Adjacent to toxic gender roles, toxic feminism, an idea promoting gender equality, is defined as women capitalizing on the oppression they face, and fostering extreme anger and hatred towards men simply because they are men. While women undoubtedly suffer from inequality and the fight for rights is far from over, the existence of toxic feminism continues to exist. When feminist ideals are taken to the extreme, they simply exacerbate existing issues and create new ones entirely, rather than working to erase them.
Maia Weslar, a member of a group of Jeffco students who are pushing to normalize the idea of intersectional feminism, expanded upon the importance of not only being aware of toxic gender binaries, but also the need for feminism in society.

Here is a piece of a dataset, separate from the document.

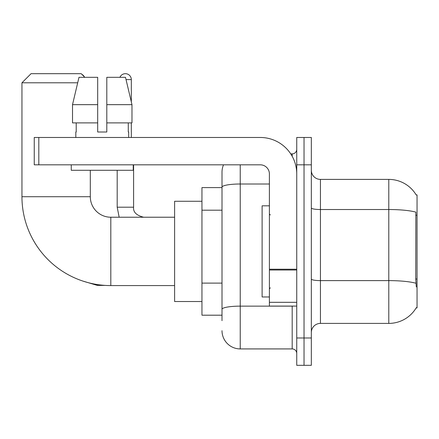 <?xml version="1.0" encoding="UTF-8"?>
<svg xmlns="http://www.w3.org/2000/svg" width="439" height="439" viewBox="0 0 439 439"><rect width="100%" height="100%" fill="white"/><g stroke="black" fill="none" stroke-linecap="round" stroke-linejoin="round"><path stroke-width="0.66" d="M320.437 323.4L388.795 323.4A31.899 31.899 0 0 0 416.315 307.635L416.156 307.909L417.05 307.909L417.05 194.894L416.221 195.004A31.899 31.899 0 0 0 388.795 179.397A31.899 31.899 0 0 1 416.156 194.894A31.899 31.899 0 0 0 388.795 179.397L320.437 179.397A9.115 9.115 0 0 1 311.328 170.283A9.115 9.115 0 0 0 320.437 179.397L320.437 323.4A9.115 9.115 0 0 0 311.328 332.515M222.008 320.668L222.008 187.168L222.008 187.601L201.956 187.601L201.956 315.197L222.008 315.197M304.035 337.986L304.035 365.325L311.328 365.325L311.328 337.986L304.035 337.986L304.035 365.325L296.742 365.325L296.742 337.986L304.035 337.986L304.035 164.817L304.035 337.986M296.742 337.986L296.742 137.473L304.035 137.473L304.035 164.817L304.035 137.473L311.328 137.473L311.328 337.986M416.315 286.947L415.728 279.028L415.859 212.13A31.899 5.537 180 0 0 388.795 209.524L388.795 179.397A31.899 31.899 0 0 1 416.221 195.004M240.237 164.817L240.237 348.923L292.187 348.923L292.187 306.087M290.733 153.88L292.187 153.88A4.555 4.555 0 0 0 296.742 149.32M222.008 204.728L222.008 172.104A18.229 18.229 0 0 1 223.528 164.817M222.008 312.464L222.008 288.577M269.398 184.001L240.237 184.001A18.229 3.166 180 0 0 222.008 187.168L222.008 172.104M296.742 353.477A4.555 4.555 0 0 0 292.187 348.923M240.237 348.923A18.229 18.229 0 0 1 222.008 330.693M106.803 132.002L97.688 132.002L106.803 132.002L97.688 132.002L106.803 132.002L106.803 77.319L125.499 77.319L131.974 104.663L131.974 122.887L106.803 122.887M119.929 77.319A5.926 5.926 0 0 1 131.321 79.596L131.321 101.886L131.974 104.663L106.803 104.663M269.398 205.831L262.11 205.831L262.11 296.973L269.398 296.973M174.612 285.58L110.815 285.58A88.865 88.865 0 0 1 21.95 196.716L21.95 82.79L31.065 73.675L81.193 73.675L84.837 77.319M110.815 285.58L110.815 217.223A20.507 20.507 0 0 1 90.308 196.716L90.308 170.283M77.692 82.79L21.95 82.79M201.956 201.271L174.612 201.271L174.612 301.527L201.956 301.527M81.895 74.378A5.926 5.926 0 0 1 84.315 76.798M117.191 170.283L117.191 207.197L133.599 207.197L133.599 164.817M131.321 122.887L131.321 137.473M296.742 306.087L269.398 306.087L269.398 269.228L296.742 269.228M296.742 173.932A36.459 36.459 0 0 0 260.289 137.473L38.813 137.473L38.813 164.817L260.289 164.817A9.115 9.115 0 0 1 269.398 173.932L269.398 269.228M38.813 164.817L34.253 164.817L34.253 137.473L38.813 137.473M75.815 132.002L76.21 132.002L75.815 132.002L75.815 137.473M128.676 132.002L128.281 132.002L128.676 132.002L128.676 137.473M128.281 122.887L128.281 132.002M97.688 104.663L72.517 104.663L78.993 77.319L97.688 77.319L97.688 132.002M76.21 132.002L76.21 122.887M71.255 164.817L71.255 170.283L133.237 170.283L133.237 164.817M97.688 122.887L72.517 122.887L72.517 104.663L78.993 77.319M131.974 122.887L131.974 104.663L125.499 77.319M417.05 215.225L415.728 215.225M417.05 279.028L415.728 279.028M222.008 210.193L201.956 210.193M222.008 283.111L201.956 283.111M388.795 323.4L388.795 209.524L320.437 209.524A9.115 1.58 0 0 1 311.328 207.943M415.958 283.248A31.899 5.537 180 0 0 388.795 280.614L320.437 280.614A9.115 1.58 -0 0 1 311.328 279.034M311.328 164.817L296.742 164.817M293.768 306.087A4.555 0.79 0 0 1 292.187 306.137L240.237 306.137A18.229 3.166 180 0 0 222.008 309.297M292.187 156.279L292.187 153.88M21.95 196.716L90.308 196.716M105.124 285.394L97.326 285.394L82.801 281.048L97.326 285.394L97.326 284.549M126.042 79.596L131.321 79.596M296.742 270.018L269.398 270.018M269.398 302.317L296.742 302.317M270.314 214.945L269.398 214.029M270.314 287.858L269.398 288.769M174.612 217.223L110.815 217.223M117.191 207.197L119.167 217.223M133.599 207.197C133.05 212.059 136.392 215.401 143.624 217.223C136.392 215.401 133.05 212.059 133.599 207.197C133.05 212.059 136.392 215.401 143.624 217.223"/></g></svg>

“Women are still being oppressed on the daily, whether you see it or not, it’s still happening. There’s still a wage gap, there’s still a period poverty, there’s still job discrimination. [I] think that feminism needs to become more inclusive, which is why we added the intersectional part [to the club name], just so that we are including men, trans men, trans women, [and] non-binary [people], because if we all come together, we’ll make a way bigger difference than if it were just white cis women.”
Living and engaging in a society where girls are discouraged from certain professions purely for being girls, and likewise for guys, the effects of this reality are far-reaching and all-encompassing. Awareness is perhaps the first step in moving away from the toxicity of rigid binaries and education is the next in reducing their impact. Removing the impact of the gender binary is not something that can be done by one singular individual, nor overnight. It takes conscious, consistent effort throughout society to move away from the standards that pervade society.
As Fechtner so aptly states:
“It’s based around the problem of you can’t pick these certain things about you, I didn’t pick to be a girl, so why does it even matter? That goes beyond just men and women, it goes to all genders and sexualities, you didn’t pick to be this so why does it matter? It’s about changing the mindset that this wasn’t a choice and it’s unfair and unjust to discriminate based on that.”